### Task statement
In the records below, find the line containing "-offset_bottom = 835.0" and the line containing "Current rotation angle"; please repeat exactly the lines from one to the other, both included, and nothing more.

Extracted records
::::::::

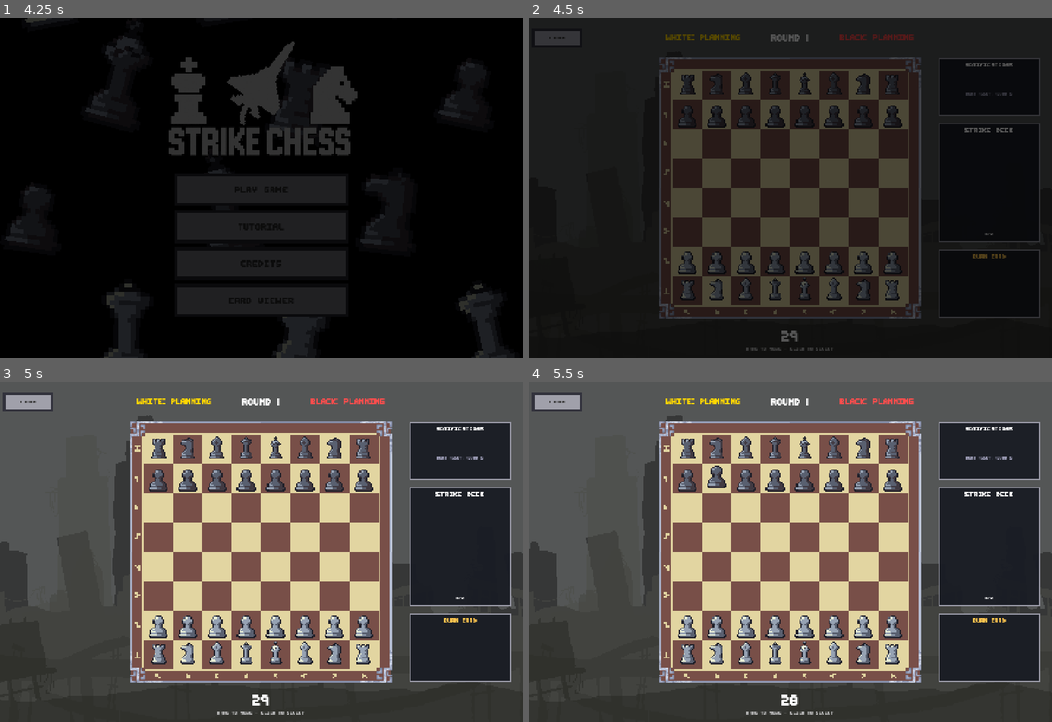
Above: before the commit, frames 1-4 (two rows, left to right).
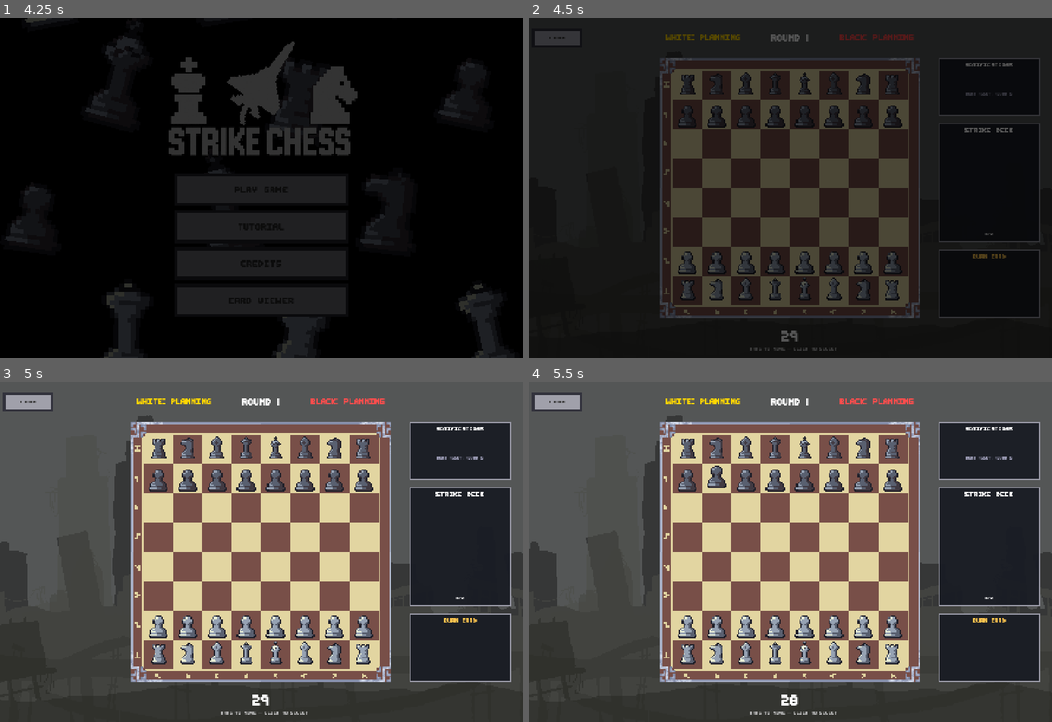
Above: after the commit, the same moments.

Repository: CodingWithKantecki/Strike-Chess-GODOT
Game: Godot game, scene res://scenes/intro_credits.tscn
Same seed, same stepped clock (60 frames per second), same inputs: the game is played once before the commit and once after it. Video files are missing from this copy of the repository; at most half a second of black plays in their place.
Inputs (mouse positions are in pixels of both pictures, inside the frame that each line leads up to):
- Up to frame 1 (4.25 s): tap Enter (ui_accept) at 0.5, 0.77, 3.5, 3.77 s; move the mouse to (376, 171) at 0.52 s; hold Right (ui_right) 0.53-1.25 s; tap Space at 0.6, 2.1, 3.6 s; click (376, 171) at 0.67 s; drag from (156, 205) to (235, 256) at 1.27 s; move the mouse to (313, 113) at 2.02 s; hold Right (ui_right) 2.03-2.75 s; click (313, 113) at 2.17 s; drag from (235, 256) to (104, 137) at 2.77 s; move the mouse to (418, 239) at 3.52 s; hold Left (ui_left) from 3.53 s (still down); click (418, 239) at 3.67 s
- Up to frame 2 (4.5 s): release Left (ui_left) at 4.25 s; click "TUTORIAL" at 4.25 s
- Up to frame 3 (5 s): no input
- Up to frame 4 (5.5 s): tap Enter (ui_accept) at 5 s; drag from (633, 501) to (712, 467) at 5.02 s

Frame 1 is identical in both runs. In frame 2, 1.2% of the frame differs, in the area x 24-75%, y 11-98%; in frame 3, 1.4%; in frame 4, 1.4%.

Commit message:
Add weighted tilt effect when dragging pieces and adjust board border
- Pieces now tilt opposite to movement direction when dragged for weighty feel
- Tilt smoothly settles back when stopping, swings back with elastic animation on drop
- Adjusted decorative board border size for better fit

🤖 Generated with [Claude Code](https://claude.com/claude-code)

Co-Authored-By: Claude <noreply@anthropic.com>

Diff:
--- a/scenes/game.tscn
+++ b/scenes/game.tscn
@@ -107,10 +107,10 @@
 script = ExtResource("2_board")
 
 [node name="DecorativeBorder" type="NinePatchRect" parent="."]
-offset_left = 357.0
-offset_top = 105.0
-offset_right = 1087.0
-offset_bottom = 835.0
+offset_left = 359.0
+offset_top = 107.0
+offset_right = 1085.0
+offset_bottom = 833.0
 texture = ExtResource("6_border_frame")
 texture_filter = 1
 patch_margin_left = 93
@@ -168,9 +168,9 @@
 vertical_alignment = 1
 
 [node name="InstructionLabel" type="Label" parent="."]
-offset_left = 362.0
+offset_left = 372.0
 offset_top = 900.0
-offset_right = 1082.0
+offset_right = 1092.0
 offset_bottom = 930.0
 theme_override_colors/font_color = Color(0.7, 0.7, 0.7, 1)
 theme_override_fonts/font = ExtResource("3_font")
--- a/scripts/chess_board.gd
+++ b/scripts/chess_board.gd
@@ -107,6 +107,14 @@
 # Physics constants for drag feel
 const DRAG_SMOOTHING = 0.10  # How quickly piece follows mouse (0-1, lower = more lag)
 const DRAG_LIFT_SCALE = 1.15  # Scale up piece slightly when lifted
+const DRAG_TILT_MAX = 0.5  # Maximum tilt in radians (~29 degrees)
+const DRAG_TILT_SPEED = 0.015  # How much velocity affects tilt
+const DRAG_TILT_SMOOTHING = 0.15  # How quickly tilt settles back
+
+# Tilt physics state
+var drag_last_x: float = 0.0  # Last x position for velocity calc
+var drag_velocity_x: float = 0.0  # Horizontal velocity
+var drag_current_tilt: float = 0.0  # Current rotation angle
 
 # Board boundaries for drag constraint
 # Board texture is at (362, 110) with size 720x720
@@ -353,6 +361,16 @@
 	# Simple lerp toward target - creates a smooth, weighted feel
 	drag_current_pos = drag_current_pos.lerp(drag_target_pos, DRAG_SMOOTHING)
 
+	# Calculate horizontal velocity for tilt effect
+	drag_velocity_x = drag_current_pos.x - drag_last_x
+	drag_last_x = drag_current_pos.x
+
+	# Calculate target tilt based on velocity (negative so it tilts opposite to movement direction)
+	var target_tilt = clamp(-drag_velocity_x * DRAG_TILT_SPEED, -DRAG_TILT_MAX, DRAG_TILT_MAX)
+
+	# Smoothly interpolate current tilt toward target
+	drag_current_tilt = lerp(drag_current_tilt, target_tilt, DRAG_TILT_SMOOTHING)
+
 	# Check which borders we're hitting and constrain position
 	var current_hit_borders: Array = []
 	var constrained_pos = drag_current_pos
@@ -386,9 +404,10 @@
 	# Update tracking
 	last_hit_borders = current_hit_borders
 
-	# Apply constrained position
+	# Apply constrained position and tilt rotation
 	drag_current_pos = constrained_pos
 	drag_sprite.position = drag_current_pos
+	drag_sprite.rotation = drag_current_tilt
 
 func update_simufire():
 	"""Update SimuFire state machine - matching pygame board.py update_simufire()"""
@@ -680,6 +699,11 @@
 		drag_current_pos = drag_sprite.position
 		drag_target_pos = get_global_mouse_position()  # Use mouse position
 
+		# Initialize tilt physics
+		drag_last_x = drag_current_pos.x
+		drag_velocity_x = 0.0
+		drag_current_tilt = 0.0
+
 		# Lift the piece (scale up and bring to front)
 		var base_scale = get_piece_scale(piece)
 		drag_sprite.scale = Vector2(base_scale * DRAG_LIFT_SCALE, base_scale * DRAG_LIFT_SCALE)
@@ -712,6 +736,8 @@
 		tween.set_ease(Tween.EASE_OUT)
 		tween.set_trans(Tween.TRANS_ELASTIC)
 		tween.tween_property(drag_sprite, "position", drag_original_pos, 0.3)
+		# Swing rotation back to 0
+		tween.parallel().tween_property(drag_sprite, "rotation", 0.0, 0.3)
 
 	# Reset drag state
 	if drag_sprite:
@@ -719,6 +745,9 @@
 		var base_scale = get_piece_scale(piece)
 		drag_sprite.scale = Vector2(base_scale, base_scale)
 		drag_sprite.z_index = 0
+		# Reset rotation if move was made (no tween needed)
+		if move_made:
+			drag_sprite.rotation = 0.0
 
 	is_dragging = false
 	drag_sprite = null

::::::::

### Response
-offset_bottom = 835.0
+offset_left = 359.0
+offset_top = 107.0
+offset_right = 1085.0
+offset_bottom = 833.0
 texture = ExtResource("6_border_frame")
 texture_filter = 1
 patch_margin_left = 93
@@ -168,9 +168,9 @@
 vertical_alignment = 1
 
 [node name="InstructionLabel" type="Label" parent="."]
-offset_left = 362.0
+offset_left = 372.0
 offset_top = 900.0
-offset_right = 1082.0
+offset_right = 1092.0
 offset_bottom = 930.0
 theme_override_colors/font_color = Color(0.7, 0.7, 0.7, 1)
 theme_override_fonts/font = ExtResource("3_font")
--- a/scripts/chess_board.gd
+++ b/scripts/chess_board.gd
@@ -107,6 +107,14 @@
 # Physics constants for drag feel
 const DRAG_SMOOTHING = 0.10  # How quickly piece follows mouse (0-1, lower = more lag)
 const DRAG_LIFT_SCALE = 1.15  # Scale up piece slightly when lifted
+const DRAG_TILT_MAX = 0.5  # Maximum tilt in radians (~29 degrees)
+const DRAG_TILT_SPEED = 0.015  # How much velocity affects tilt
+const DRAG_TILT_SMOOTHING = 0.15  # How quickly tilt settles back
+
+# Tilt physics state
+var drag_last_x: float = 0.0  # Last x position for velocity calc
+var drag_velocity_x: float = 0.0  # Horizontal velocity
+var drag_current_tilt: float = 0.0  # Current rotation angle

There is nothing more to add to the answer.